If Greenland goes, West Antarctica also goes, giving 13 metres of sea level rise from those sources. If that happens there will also be a complete loss of other glaciers and ice caps, thermal expansion and some partial melting from East Antarctica. A mess!
The question is how soon and what can we do? The answer is we need more research and we need to think more in terms of centuries.
We should be thinking about the next 500-1000 years, how ice sheet decay can be minimised, stabilised and headed in the other direction. Our plans for the next 50-200 years should be made in the light of this.
This image from the article shows a part of Greenland where the ice is quite dynamic.These areas are expected to grow.
Here’s an image from another article:
2. Big trouble in the Antarctic has been brewing for a long time
David Spratt at Climate Code Red:
“A game changer” is how climate scientist Dr Malte Meinshausen describes newly published research that West Antarctic glaciers have passed a tipping point much earlier than expected and their disintegration is now “unstoppable” at just the current level of global warming. The research findings have shocked the scientific community. “This Is What a Holy Shit Moment for Global Warming Looks Like,” ran a headline in Mother Jones magazine.
Meinshausen says this is new information. He says that the beaches we know and love all around the world will disappear. He also wonders what other nasty surprises lie this side of a 2°C temperature rise. Spratt says we told you ages ago it was coming, by James Hansen, for example and by himself and Philip Sutton in 2007.
This NASA image shows the temperature changes from 1957 to 2006:
Hansen warned; Meinshausen says it’s happening. Spratt warns:
It’s par for the course for climate policy-makers to hope for the best, rather than plan for the worst. More than once this blog has warned that sea-level rises are being underestimated by Australian policy-makers, and that the tens of millions of dollars being put into adaptation planning for sea-level rises of no more than 1.1 metres by 2100 will be a waste of money, and all that work will have to be done again. And now that has come to pass.

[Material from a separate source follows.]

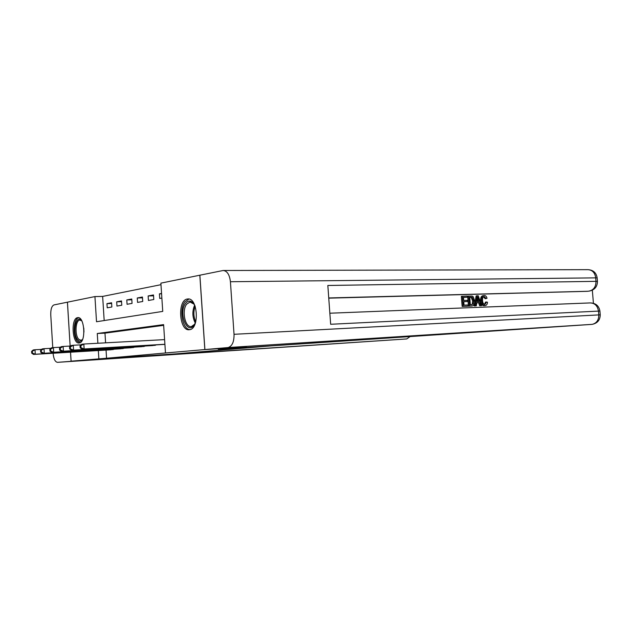 <?xml version="1.0" encoding="UTF-8"?>
<svg xmlns="http://www.w3.org/2000/svg" width="632" height="632" viewBox="0 0 632 632"><rect width="100%" height="100%" fill="white"/><g stroke="black" fill="none" stroke-linecap="round" stroke-linejoin="round"><path stroke-width="0.95" d="M189.403 329.699C179.219 331.587 177.126 300.082 187.356 299.023L187.657 298.983C197.832 297.151 199.736 329.114 189.482 329.691L189.403 329.699M79.182 342.978C72.246 344.369 70.626 318.267 77.602 317.659L77.752 317.635C84.696 316.213 86.229 342.694 79.213 342.971L79.182 342.978M52.764 347.671L50.758 314.91C50.639 309.285 51.713 305.951 53.989 304.916L67.419 302.183L70.136 346.06L67.45 302.175L94.934 296.574L96.522 321.743L162.74 311.402L160.883 283.144L199.823 275.204L204.839 349.567L165.473 352.98L163.609 324.619L97.265 333.506L97.881 343.255M160.978 284.684L102.645 296.416L94.934 296.574M246.298 346.905L218.253 349.306L271.041 345.894L591.836 324.39L228.184 347.529C232.197 346.162 234.14 341.754 234.03 334.304L230.419 281.73C229.566 274.612 227.133 270.867 223.143 270.496L199.823 275.204M102.645 296.416L104.177 320.55M107.219 307.824L111.856 307.002L111.588 302.76L106.95 303.629L107.219 307.824M116.967 306.086L121.779 305.224L121.502 300.919L116.699 301.812L116.967 306.086M127.079 304.284L132.056 303.392L131.772 298.999L126.795 299.931L127.079 304.284M137.555 302.412L142.721 301.488L142.437 297.016L137.27 297.98L137.555 302.412M148.433 300.469L153.797 299.513L153.497 294.954L148.133 295.95L148.433 300.469M161.555 293.453L159.422 293.848L159.722 298.454L161.863 298.067M106.05 350.081L106.563 358.249L165.473 352.98M163.656 325.354L104.975 333.143L105.591 342.836M109.889 349.852L114.542 349.164M119.709 348.856L124.528 348.145M129.876 347.821L134.877 347.087M140.43 346.755L145.621 345.981M151.38 345.649L156.768 344.843M162.748 344.495L164.905 344.345M227.868 347.568L204.894 349.559L246.354 346.905L218.253 349.306L271.041 345.894L174.503 353.983L187.649 353.446L406.747 338.934L410.373 336.382M53.104 353.248L53.12 353.414C53.681 359 55.15 361.978 57.512 362.341L126.906 357.096L71.1 361.164L70.547 352.206M246.298 346.913L204.839 349.567M106.563 358.249L71.1 361.164M126.906 357.096L175.933 353.865L126.906 357.096M98.339 350.539L98.853 358.755M104.975 333.143L97.265 333.506M111.635 303.502L106.95 303.629M161.579 293.809L159.422 293.848M153.56 295.839L148.133 295.95M142.492 297.862L137.27 297.98M131.827 299.813L126.795 299.931M121.549 301.693L116.699 301.812M31.6 351.368L31.711 353.162L32.414 353.083L32.303 351.289L31.6 351.368L33.235 349.962L34.997 349.749L35.273 354.236L113.286 349.559M32.414 353.083L35.273 354.236L33.504 354.426L111.153 349.78M32.303 351.289L34.997 349.749L41.657 349.377M31.711 353.162L33.504 354.426M40.551 350.341L40.661 352.166L41.388 352.087L41.278 350.254L40.551 350.341L42.186 348.911L44.019 348.69L44.295 353.264L123.224 348.556M41.388 352.087L44.295 353.264L42.462 353.462L121.012 348.785M41.278 350.254L44.019 348.69L50.939 348.303M40.661 352.166L42.462 353.462M49.841 349.275L49.96 351.131L50.718 351.052L50.599 349.188L49.841 349.275L51.492 347.813L53.396 347.592L53.681 352.245L133.534 347.513M50.718 351.052L53.681 352.245L51.777 352.451L131.235 347.75M50.599 349.188L53.396 347.592L60.593 347.189M49.96 351.131L51.777 352.451M59.503 348.169L59.621 350.065L60.411 349.978L60.293 348.074L59.503 348.169L61.154 346.684L63.137 346.447L63.429 351.195L144.215 346.439M60.411 349.978L63.429 351.195L61.446 351.408L141.837 346.676M60.293 348.074L63.137 346.447L70.626 346.036M59.621 350.065L61.446 351.408M69.559 347.007L69.678 348.943L70.5 348.856L70.381 346.921L69.559 347.007L71.211 345.499L73.273 345.262L73.573 350.104L155.314 345.317M70.5 348.856L73.573 350.104L71.511 350.326L152.841 345.562M70.381 346.921L73.273 345.262L81.078 344.827M69.678 348.943L71.511 350.326M82.618 339.376C81.133 341.572 79.545 341.793 77.839 340.04C72.127 334.233 75.745 313.843 81.386 320.392L81.812 320.906M81.781 320.866L79.837 320.084C75.453 320.108 74.592 335.181 78.724 339.273L81.007 340.356L82.587 339.423M78.692 317.722C73.431 318.37 72.601 336.508 77.578 341.478L80.422 342.82M195.604 322.344L194.008 325.346C186.946 335.276 178.287 312.445 185.516 303.392C188.857 299.6 192.025 300.421 194.996 305.856M194.056 304.142L189.971 301.985L186.669 304.174C181.479 310.549 185.129 327.921 191.433 326.547L194.79 324.129M188.952 299.055L184.892 301.788C178.785 309.356 182.561 329.88 190.082 329.564M70.515 352.206L71.068 361.164M484.491 304.427L485.542 302.049L487.509 302.23C487.312 304.324 486.506 305.454 485.092 305.612L484.073 305.722C482.034 305.525 480.881 303.85 480.612 300.682C480.423 297.64 481.3 295.942 483.259 295.594M485.092 305.612C483.046 305.414 481.892 303.739 481.623 300.571C481.434 297.522 482.319 295.823 484.27 295.468C485.574 295.492 486.49 296.424 487.027 298.264L485.115 298.707L483.67 296.764M476.299 305.817L474.284 305.967L476.157 295.918L477.168 295.8L478.234 295.768L481.655 305.619L480.66 305.651L479.664 302.625L476.82 302.72L476.299 305.817L475.296 305.856L477.168 295.8M481.655 305.619L479.649 305.762L478.645 302.736L476.812 302.799M467.293 297.238L463.438 297.348L463.683 300.453L467.277 300.342L467.364 301.503L463.769 301.622L464.046 305.114L468.075 304.972L468.17 306.125L467.151 306.243L462.15 306.433L461.368 296.337L467.206 296.076L467.293 297.238L463.446 297.443M467.364 301.503L463.777 301.701M593.424 303.257L592.334 290.207M587.618 291.273L328.743 297.948M328.758 298.154L587.16 291.32M471.433 306.038L468.454 306.188L467.672 296.155L472.207 296.076L473.242 296.764L474.616 300.816C474.869 304.008 473.968 305.73 471.899 305.991L469.473 306.078L468.683 296.037M223.594 270.496L587.871 269.659C592.247 269.927 594.846 272.574 595.668 277.614L595.984 281.335L327.834 285.474L330.655 324.271L598.472 311.11L598.788 314.831C598.796 320.108 596.592 323.284 592.184 324.35L592.137 324.35M204.894 349.559L199.878 275.197M468.17 306.125L462.15 306.433M463.169 306.315L462.379 296.211M470.342 304.885L473.273 304.063L473.668 300.824L472.238 297.301L469.734 297.166L470.342 304.885M471.899 305.991L470.88 306.101M469.473 306.078L468.454 306.188M471.417 304.845L472.254 304.182L472.649 300.943L471.219 297.419L469.742 297.253M473.273 304.063L472.254 304.182M473.668 300.824L472.649 300.943M472.238 297.301L471.219 297.419M471.109 297.127L470.089 297.245M477.484 298.786L477.018 301.559L479.293 301.488L477.792 296.929L477.484 298.786M475.296 305.856L474.284 305.967M479.664 302.625L478.645 302.736M480.66 305.651L479.649 305.762M478.25 301.519L477.437 299.055M486.127 298.596L484.317 296.613C482.919 296.953 482.334 298.257 482.556 300.532C482.666 302.847 483.448 304.166 484.918 304.474L486.561 301.938M481.623 300.571L480.612 300.682M80.019 345.807L80.146 347.782L80.999 347.687L80.88 345.712L80.019 345.807L81.678 344.274L83.827 344.021L84.135 348.967L164.905 344.266M80.999 347.687L84.135 348.967L81.986 349.196L164.265 344.408M80.88 345.712L83.827 344.021L164.596 339.613M80.146 347.782L81.986 349.196M83.961 332.069L83.787 328.063M195.296 323.102C192.302 317.209 192.089 311.221 194.64 305.13M195.17 306.33C193.297 311.584 193.487 316.766 195.738 321.87M187.609 352.885L187.649 353.446M57.512 362.341L406.747 338.934M234.03 334.304L600.242 314.831M597.145 277.851L230.419 281.73M587.231 291.32L589.127 291.107C594.586 290.048 597.351 286.802 597.438 281.374L595.984 281.335C595.952 286.802 593.646 290.056 589.063 291.107L589.577 291.052M587.871 269.659C593.116 269.943 596.205 272.613 597.129 277.669L597.453 281.54M590.067 302.925C594.744 303.012 597.54 305.738 598.472 311.11L599.926 311.062C598.923 305.714 595.636 303.005 590.067 302.925L329.849 313.219M599.934 311.126L600.234 314.776C600.155 320.053 597.469 323.244 592.184 324.35L228.184 347.529M478.44 298.889L477.444 299.007M187.657 298.983L188.273 298.968M190.477 301.97L189.971 301.985"/></g></svg>

3. Huge ‘whirlpools’ in the ocean are driving the weather
GIANT “whirlpools” in the ocean carry far more water than expected and have a big impact on the weather – though as yet we don’t know exactly what.
The areas of swirling water are 100 to 500 kilometres across. These “eddies” generally move west, driven by Earth’s rotation, until they stop spinning. Now, for the first time, the amount of water and heat they carry has been measured.
Article and image available also here.
Nestled into the pastoral landscape of Treviso, Italy, BioCasa_82 is a beautiful home that boasts some seriously energy-efficient technologies.
The house is made from 99% recyclable materials and scores
117 points out of 136, according to the American protocol LEED Platinum, and 10 out of 11 points in regards to innovation in design, the building is a real gem in the European building practice.
According to the carbon footprint analysis, BioCasa_82 yields 60% less emissions than traditional buildings. Its photovoltaic system produces around 14kWh/mq of electricity, and a high-efficiency geothermal plant provides heat, hot water and cooling. These strategies are complemented by a rainwater harvesting system.
5. Rupert Murdoch doesn’t understand climate change basics
That is everyone’s problem since he owns a world-wide media empire.
Many of Murdoch’s news outlets are also among the worst when it comes to getting climate science wrong and disseminating climate myths and misinformation. Inaccurate media coverage is in turn the primary reason why the public is so misinformed about global warming.
I won’t go into the details, but Climate Progress observes that he ‘lowballed’ the numbers and minimized possible impacts. Here in Oz:
”We can be the low-cost energy country in the world,” he said. “We shouldn’t be building windmills and all that rubbish.”
Elsewhere Graham Readfearn finds that Tony Abbott’s views on climate are seriously crap.
Reminder: Use this thread as an open thread on climate change.